Congrats on the awesome progress you've made. You and Vincent obviously have a great bond. That photo is absolutely gorgeous. I think you should frame it and hang it on your wall.


Sent from my iPhone using Tapatalk


----------



## Phia (May 31, 2018)

Thank you! Yes he’s come a long way he started off with not letting me near his cage at all he would just scream at me! And when he started to let me hold him he was very aggressive. It’s been a lot of work earning his trust


----------



## Blingy (Feb 26, 2018)

I'm so glad your hard work is paying off. I hope you'll consider starting a picture thread so we can see more of Vincent. 

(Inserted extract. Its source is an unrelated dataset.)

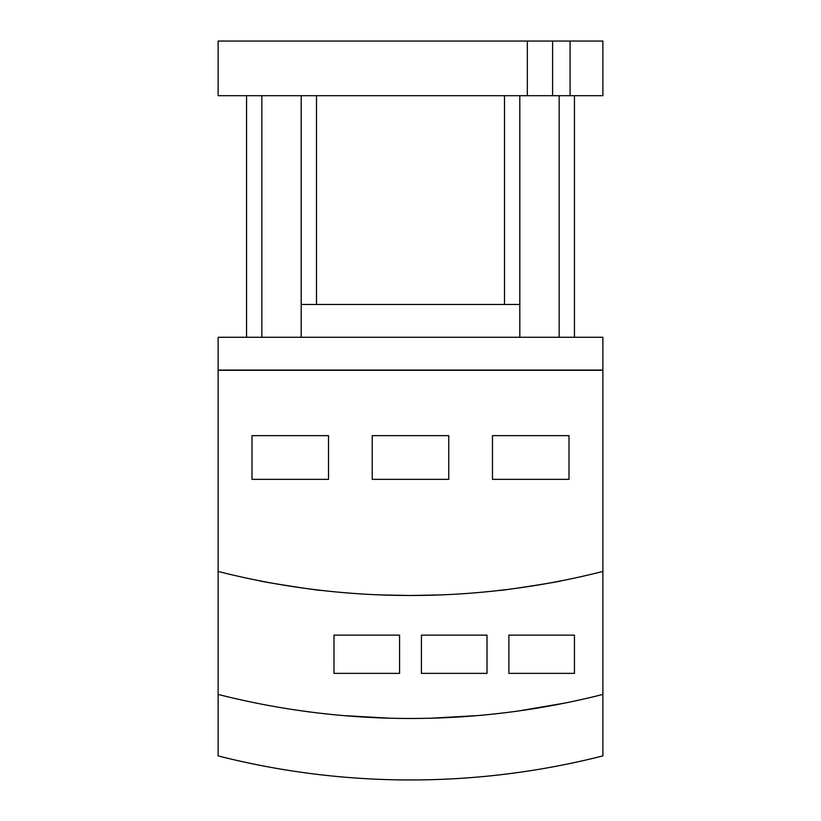 <?xml version="1.0" encoding="UTF-8"?>
<svg xmlns="http://www.w3.org/2000/svg" width="821" height="821" viewBox="0 0 821 821"><rect width="100%" height="100%" fill="white"/><g stroke="black" fill="none" stroke-linecap="round" stroke-linejoin="round"><path stroke-width="1.23" d="M602.881 694.422L602.881 337.267L218.119 337.267L218.119 755.905A781.53 781.53 0 0 0 602.881 755.905L602.881 694.422A781.53 781.53 0 0 1 218.119 694.422M218.119 370.055L602.881 370.055M519.806 337.267L519.806 304.478L301.194 304.478L301.194 337.267M519.806 95.698L519.806 304.478M574.454 95.698L574.454 337.267L574.454 95.698M301.194 95.698L301.194 304.478L301.194 95.698M246.546 95.698L246.546 337.267L246.546 95.698M527.339 41.05L527.339 95.698L218.119 95.698L218.119 41.05L602.881 41.05L602.881 95.698L570.082 95.698L570.082 41.05M570.082 95.698L527.339 95.698M252.006 479.361L252.006 435.643L328.523 435.643L328.523 479.361L252.006 479.361M372.241 479.361L372.241 435.643L448.759 435.643L448.759 479.361L372.241 479.361M492.477 479.361L492.477 435.643L568.994 435.643L568.994 479.361L492.477 479.361M602.881 370.271L218.119 370.271M602.881 571.447A781.53 781.53 0 0 1 218.119 571.447M379.897 594.897L410.5 595.502L441.103 594.897L410.5 595.502L379.897 594.897M500.133 590.34C498.501 591.274 563.083 581.217 561.338 580.806C563.083 581.217 498.501 591.274 500.133 590.34M320.867 590.34C322.499 591.274 257.917 581.217 259.662 580.806C257.917 581.217 322.499 591.274 320.867 590.34M333.983 673.374L333.983 635.126L399.57 635.126L399.57 673.374L333.983 673.374M421.43 673.374L421.43 635.126L487.017 635.126L487.017 673.374L421.43 673.374M508.876 673.374L508.876 635.126L574.454 635.126L574.454 673.374L508.876 673.374M431.271 718.19L477.175 715.614L431.271 718.19M343.825 715.614L389.729 718.19L343.825 715.614M564.622 703.115L518.708 710.935L564.622 703.115M559.152 95.698L559.152 337.267M504.505 95.698L504.505 304.478M316.495 95.698L316.495 304.478M261.848 95.698L261.848 337.267M552.595 95.698L552.595 41.05"/></g></svg>

Sent from my iPhone using Tapatalk


----------



## RavensGryf (May 8, 2015)

That’s great to hear! We love these success stories. You’ve discovered what can happen when you have patience and respect for a budgie . Keep up the good work! :thumbsup: Vincent sure is a little cutie!


----------



## StarlingWings (Mar 15, 2013)

Vincent is an adorable little girl! She clearly loves being with you


----------